Wherever a line of the records contains "Presentation", copy that line.

====== Dataset records ======

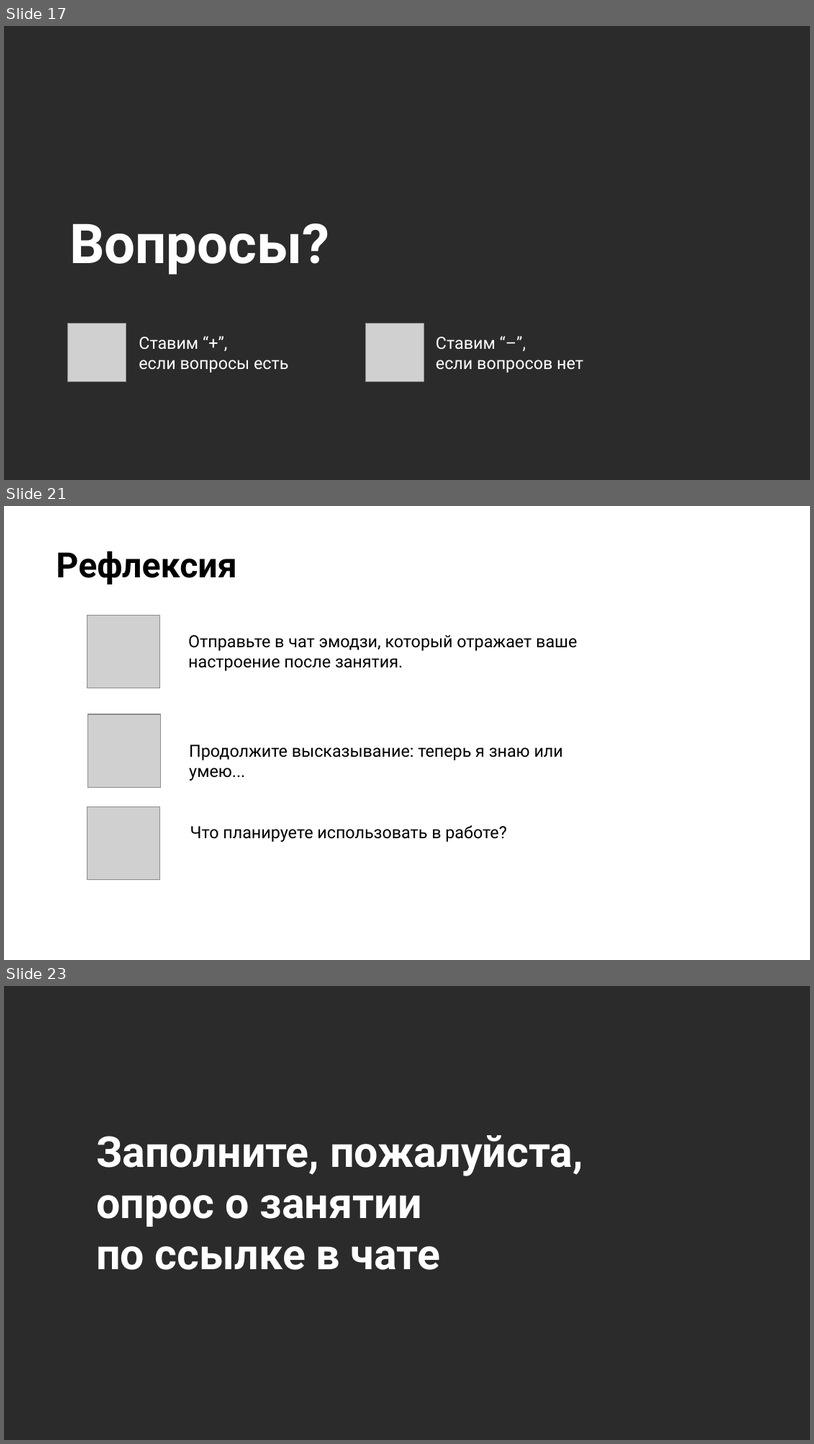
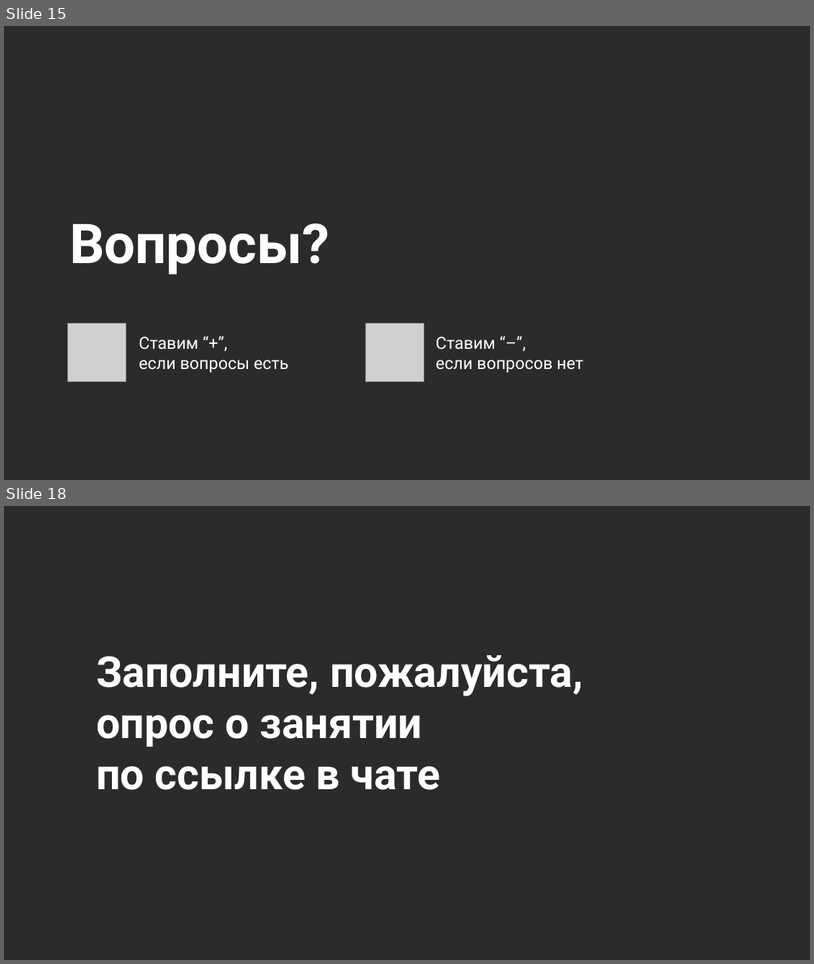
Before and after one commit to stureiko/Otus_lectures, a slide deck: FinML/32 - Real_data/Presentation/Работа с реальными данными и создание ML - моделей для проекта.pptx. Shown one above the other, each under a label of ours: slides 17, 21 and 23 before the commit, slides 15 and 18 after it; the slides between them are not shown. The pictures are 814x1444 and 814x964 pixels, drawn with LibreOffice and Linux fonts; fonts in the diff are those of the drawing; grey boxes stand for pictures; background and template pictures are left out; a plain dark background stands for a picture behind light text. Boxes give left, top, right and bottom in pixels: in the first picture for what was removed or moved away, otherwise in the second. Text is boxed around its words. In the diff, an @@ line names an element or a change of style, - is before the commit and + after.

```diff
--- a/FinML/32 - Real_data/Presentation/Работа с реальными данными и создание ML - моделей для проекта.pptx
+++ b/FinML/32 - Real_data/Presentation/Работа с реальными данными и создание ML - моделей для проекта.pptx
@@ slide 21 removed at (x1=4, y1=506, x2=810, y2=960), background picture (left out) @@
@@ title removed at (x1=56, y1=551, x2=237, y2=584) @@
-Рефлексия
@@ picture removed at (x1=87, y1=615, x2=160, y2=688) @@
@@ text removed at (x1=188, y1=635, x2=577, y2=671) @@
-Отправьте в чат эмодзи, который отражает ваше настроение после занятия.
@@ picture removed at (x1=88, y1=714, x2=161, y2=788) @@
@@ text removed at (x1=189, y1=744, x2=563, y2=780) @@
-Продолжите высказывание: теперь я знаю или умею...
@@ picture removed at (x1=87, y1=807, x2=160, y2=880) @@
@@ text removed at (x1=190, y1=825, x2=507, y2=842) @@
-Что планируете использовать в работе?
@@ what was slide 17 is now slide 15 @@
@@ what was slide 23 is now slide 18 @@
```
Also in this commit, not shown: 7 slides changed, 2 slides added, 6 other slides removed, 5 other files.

======

▸ Solution for this problem
Before and after one commit to stureiko/Otus_lectures, a slide deck: FinML/32 - Real_data/Presentation/Работа с реальными данными и создание ML - моделей для проекта.pptx. Shown one above the other, each under a label of ours: slides 17, 21 and 23 before the commit, slides 15 and 18 after it; the slides between them are not shown. The pictures are 814x1444 and 814x964 pixels, drawn with LibreOffice and Linux fonts; fonts in the diff are those of the drawing; grey boxes stand for pictures; background and template pictures are left out; a plain dark background stands for a picture behind light text. Boxes give left, top, right and bottom in pixels: in the first picture for what was removed or moved away, otherwise in the second. Text is boxed around its words. In the diff, an @@ line names an element or a change of style, - is before the commit and + after.
--- a/FinML/32 - Real_data/Presentation/Работа с реальными данными и создание ML - моделей для проекта.pptx
+++ b/FinML/32 - Real_data/Presentation/Работа с реальными данными и создание ML - моделей для проекта.pptx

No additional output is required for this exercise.